Masyarakat yang tidak begitu menyetujui, ada yang hanya tidak merayakan
Hari Kartini namun merayakannya sekaligus dengan Hari Ibu pada tanggal
22 Desember.
Alasan mereka adalah agar tidak pilih kasih dengan
pahlawan-pahlawan wanita Indonesia lainnya. Namun yang lebih ekstrim
mengatakan, masih ada pahlawan wanita lain yang lebih hebat daripada RA
Kartini. Menurut mereka, wilayah perjuangan Kartini itu hanyalah di
Jepara dan Rembang saja, Kartini juga tidak pernah memanggul senjata
melawan penjajah. Dan berbagai alasan lainnya. Sedangkan mereka yang
pro malah mengatakan Kartini tidak hanya seorang tokoh emansipasi
wanita yang mengangkat derajat kaum wanita Indonesia saja melainkan
adalah tokoh nasional artinya, dengan ide dan gagasan pembaruannya
tersebut dia telah berjuang untuk kepentingan bangsanya.

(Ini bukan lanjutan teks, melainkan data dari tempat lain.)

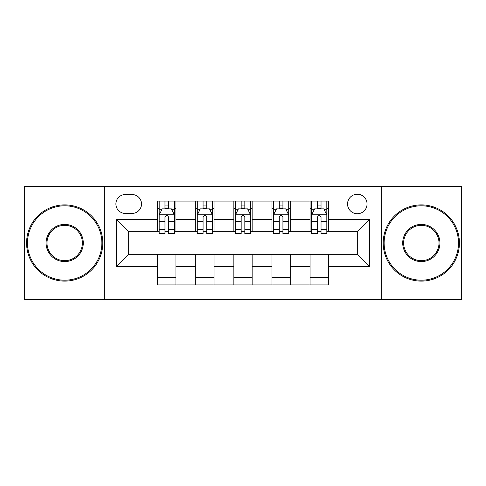 <?xml version="1.0" encoding="UTF-8"?>
<svg xmlns="http://www.w3.org/2000/svg" width="486" height="486" viewBox="0 0 486 486"><rect width="100%" height="100%" fill="white"/><g stroke="black" fill="none" stroke-linecap="round" stroke-linejoin="round"><path stroke-width="0.73" d="M357.301 194.23A9.756 9.756 0 0 0 347.551 203.986A9.756 9.756 0 0 0 357.301 213.737A9.756 9.756 0 0 0 367.058 203.986A9.756 9.756 0 0 0 357.301 194.23M381.686 299.388L461.7 299.388L461.7 186.612L381.686 186.612L381.686 299.388L104.314 299.388L104.314 186.612L24.3 186.612L24.3 299.388L104.314 299.388M125.345 213.433L132.052 213.433A9.447 9.447 0 0 0 141.499 203.986A9.447 9.447 0 0 0 132.052 194.534L125.345 194.534A9.447 9.447 0 0 0 115.893 203.986A9.447 9.447 0 0 0 125.345 213.433M381.686 186.612L104.314 186.612M157.652 266.468L116.506 266.468L116.506 219.532L157.652 219.532L157.652 231.725L128.699 231.725L128.699 254.275L157.652 254.275L157.652 284.911L328.348 284.911L328.348 254.275L357.301 254.275L357.301 231.725L328.348 231.725L328.348 219.532L369.494 219.532L369.494 266.468L328.348 266.468M328.348 219.532L328.348 201.089L157.652 201.089L157.652 219.532M310.056 201.089L310.056 231.725L311.581 231.725M317.376 231.725L321.033 231.725M326.823 231.725L328.348 231.725M310.056 231.725L288.72 231.725M271.96 201.089L271.96 231.725L273.478 231.725M279.274 231.725L282.931 231.725M271.96 231.725L250.618 231.725M233.857 201.089L233.857 231.725L235.382 231.725M241.171 231.725L244.829 231.725M233.857 231.725L212.522 231.725M195.755 201.089L195.755 231.725L197.28 231.725M203.069 231.725L206.726 231.725M195.755 231.725L174.419 231.725M157.652 231.725L159.177 231.725M164.967 231.725L168.624 231.725M157.652 254.275L175.944 254.275L175.944 284.911M328.348 254.275L175.944 254.275M175.944 201.089L175.944 231.725M157.652 208.707L159.177 208.707M164.967 208.707L168.624 208.707M174.419 208.707L175.944 208.707M157.652 277.293L175.944 277.293M195.755 254.275L195.755 284.911M214.04 201.089L214.04 231.725M195.755 208.707L197.28 208.707M203.069 208.707L206.726 208.707M212.522 208.707L214.04 208.707M214.04 254.275L214.04 284.911M195.755 277.293L214.04 277.293M233.857 254.275L233.857 284.911M252.143 254.275L252.143 284.911M233.857 277.293L252.143 277.293M252.143 201.089L252.143 231.725M233.857 208.707L235.382 208.707M241.171 208.707L244.829 208.707M250.618 208.707L252.143 208.707M271.96 254.275L271.96 284.911M290.245 254.275L290.245 284.911M271.96 277.293L290.245 277.293M290.245 201.089L290.245 231.725M271.96 208.707L273.478 208.707M279.274 208.707L282.931 208.707M288.72 208.707L290.245 208.707M310.056 254.275L310.056 284.911M310.056 277.293L328.348 277.293M310.056 208.707L311.581 208.707M317.376 208.707L321.033 208.707M326.823 208.707L328.348 208.707M128.699 231.725L116.506 219.532M128.699 254.275L116.506 266.468M369.494 219.532L357.301 231.725M369.494 266.468L357.301 254.275M168.624 205.049L164.967 205.049M174.419 229.732L168.624 229.732L168.624 233.553L174.419 233.553L174.419 214.958L171.37 208.859L162.227 208.859L159.177 214.958L159.177 233.553L164.967 233.553L164.967 229.732L159.177 229.732M159.177 214.958L159.177 201.089M174.419 214.958L174.419 201.089M164.967 208.859L164.967 201.089M168.624 201.089L168.624 208.859M168.624 229.732L168.624 217.242C167.409 214.897 166.188 214.897 164.967 217.242L164.967 229.732M206.726 205.049L203.069 205.049M212.522 229.732L206.726 229.732L206.726 233.553L212.522 233.553L212.522 214.958L209.472 208.859L200.329 208.859L197.28 214.958L197.28 233.553L203.069 233.553L203.069 229.732L197.28 229.732M197.28 214.958L197.28 201.089M212.522 214.958L212.522 201.089M203.069 208.859L203.069 201.089M206.726 201.089L206.726 208.859M206.726 229.732L206.726 217.242C205.511 214.897 204.29 214.897 203.069 217.242L203.069 229.732M244.829 205.049L241.171 205.049M250.618 229.732L244.829 229.732L244.829 233.553L250.618 233.553L250.618 214.958L247.574 208.859L238.426 208.859L235.382 214.958L235.382 233.553L241.171 233.553L241.171 229.732L235.382 229.732M235.382 214.958L235.382 201.089M250.618 214.958L250.618 201.089M241.171 208.859L241.171 201.089M244.829 201.089L244.829 208.859M244.829 229.732L244.829 217.242C243.614 214.897 242.393 214.897 241.171 217.242L241.171 229.732M282.931 205.049L279.274 205.049M288.72 229.732L282.931 229.732L282.931 233.553L288.72 233.553L288.72 214.958L285.671 208.859L276.528 208.859L273.478 214.958L273.478 233.553L279.274 233.553L279.274 229.732L273.478 229.732M273.478 214.958L273.478 201.089M288.72 214.958L288.72 201.089M279.274 208.859L279.274 201.089M282.931 201.089L282.931 208.859M282.931 229.732L282.931 217.242C281.71 214.897 280.495 214.897 279.274 217.242L279.274 229.732M321.033 205.049L317.376 205.049M326.823 229.732L321.033 229.732L321.033 233.553L326.823 233.553L326.823 214.958L323.773 208.859L314.63 208.859L311.581 214.958L311.581 233.553L317.376 233.553L317.376 229.732L311.581 229.732M311.581 214.958L311.581 201.089M326.823 214.958L326.823 201.089M317.376 208.859L317.376 201.089M321.033 201.089L321.033 208.859M321.033 229.732L321.033 217.242C319.812 214.897 318.591 214.897 317.376 217.242L317.376 229.732M64.687 205.815A37.185 37.185 0 0 0 27.502 243A37.185 37.185 0 0 0 64.687 280.185A37.185 37.185 0 0 0 101.872 243A37.185 37.185 0 0 0 64.687 205.815M64.687 281.102A38.102 38.102 0 0 1 26.584 243A38.102 38.102 0 0 1 64.687 204.898A38.102 38.102 0 0 1 102.789 243A38.102 38.102 0 0 1 64.687 281.102M64.687 224.404A18.596 18.596 0 0 1 83.282 243A18.596 18.596 0 0 1 64.687 261.596A18.596 18.596 0 0 1 46.091 243A18.596 18.596 0 0 1 64.687 224.404M64.687 260.678A17.678 17.678 0 0 0 82.365 243A17.678 17.678 0 0 0 64.687 225.322A17.678 17.678 0 0 0 47.008 243A17.678 17.678 0 0 0 64.687 260.678M421.313 205.815A37.185 37.185 0 0 0 384.128 243A37.185 37.185 0 0 0 421.313 280.185A37.185 37.185 0 0 0 458.498 243A37.185 37.185 0 0 0 421.313 205.815M421.313 281.102A38.102 38.102 0 0 1 383.211 243A38.102 38.102 0 0 1 421.313 204.898A38.102 38.102 0 0 1 459.416 243A38.102 38.102 0 0 1 421.313 281.102M421.313 224.404A18.596 18.596 0 0 1 439.909 243A18.596 18.596 0 0 1 421.313 261.596A18.596 18.596 0 0 1 402.718 243A18.596 18.596 0 0 1 421.313 224.404M421.313 260.678A17.678 17.678 0 0 0 438.992 243A17.678 17.678 0 0 0 421.313 225.322A17.678 17.678 0 0 0 403.635 243A17.678 17.678 0 0 0 421.313 260.678M195.755 266.468L175.944 266.468M195.755 219.532L175.944 219.532M233.857 219.532L214.04 219.532M233.857 266.468L214.04 266.468M271.96 219.532L252.143 219.532M271.96 266.468L252.143 266.468M310.056 219.532L290.245 219.532M310.056 266.468L290.245 266.468M174.34 214.806L159.256 214.806M159.177 209.229L162.045 209.229M171.552 209.229L174.419 209.229M164.967 221.561L159.177 221.561M174.419 221.561L168.624 221.561M168.624 206.993L164.967 206.993M212.443 214.806L197.352 214.806M197.28 209.229L200.147 209.229M209.654 209.229L212.522 209.229M203.069 221.561L197.28 221.561M212.522 221.561L206.726 221.561M206.726 206.993L203.069 206.993M250.545 214.806L235.455 214.806M235.382 209.229L238.243 209.229M247.757 209.229L250.618 209.229M241.171 221.561L235.382 221.561M250.618 221.561L244.829 221.561M244.829 206.993L241.171 206.993M288.648 214.806L273.557 214.806M273.478 209.229L276.346 209.229M285.853 209.229L288.72 209.229M279.274 221.561L273.478 221.561M288.72 221.561L282.931 221.561M282.931 206.993L279.274 206.993M326.744 214.806L311.66 214.806M311.581 209.229L314.448 209.229M323.955 209.229L326.823 209.229M317.376 221.561L311.581 221.561M326.823 221.561L321.033 221.561M321.033 206.993L317.376 206.993"/></g></svg>

Cara pikirnya
sudah dalam skop nasional. Sekalipun Sumpah Pemuda belum dicetuskan
waktu itu, tapi pikiran-pikirannya tidak terbatas pada daerah
kelahiranya atau tanah Jawa saja. Kartini sudah mencapai kedewasaan
berpikir nasional sehingga nasionalismenya sudah seperti yang
dicetuskan oleh Sumpah Pemuda 1928.
Terlepas dari pro kontra
tersebut, dalam sejarah bangsa ini kita banyak mengenal nama-nama
pahlawan wanita kita seperti Cut Nya’ Dhien, Cut Mutiah, Nyi. Ageng
Serang, Dewi Sartika, Nyi Ahmad Dahlan, Ny. Walandouw Maramis,
Christina Martha Tiahohu, dan lainnya. Mereka berjuang di daerah, pada
waktu, dan dengan cara yang berbeda. Ada yang berjuang di Aceh, Jawa,
Maluku, Menado dan lainnya. Ada yang berjuang pada zaman penjajahan
Belanda, pada zaman penjajahan Jepang, atau setelah kemerdekaan. Ada
yang berjuang dengan mengangkat senjata, ada yang melalui pendidikan,
ada yang melalui organisasi maupun cara lainnya. Mereka semua adalah
pejuang-pejuang bangsa, pahlawan-pahlawan bangsa yang patut kita
hormati dan teladani.
Raden Ajeng Kartini sendiri adalah
pahlawan yang mengambil tempat tersendiri di hati kita dengan segala
cita-cita, tekad, dan perbuatannya. Ide-ide besarnya telah mampu
menggerakkan dan mengilhami perjuangan kaumnya dari kebodohan yang tidak
disadari pada masa lalu. Dengan keberanian dan pengorbanan yang tulus,
dia mampu menggugah kaumnya dari belenggu diskriminasi. Bagi wanita
sendiri, dengan upaya awalnya itu kini kaum wanita di negeri ini telah
menikmati apa yang disebut persamaan hak tersebut. Perjuangan memang
belum berakhir, di era globalisasi ini masih banyak dirasakan
penindasan dan perlakuan tidak adil terhadap perempuan.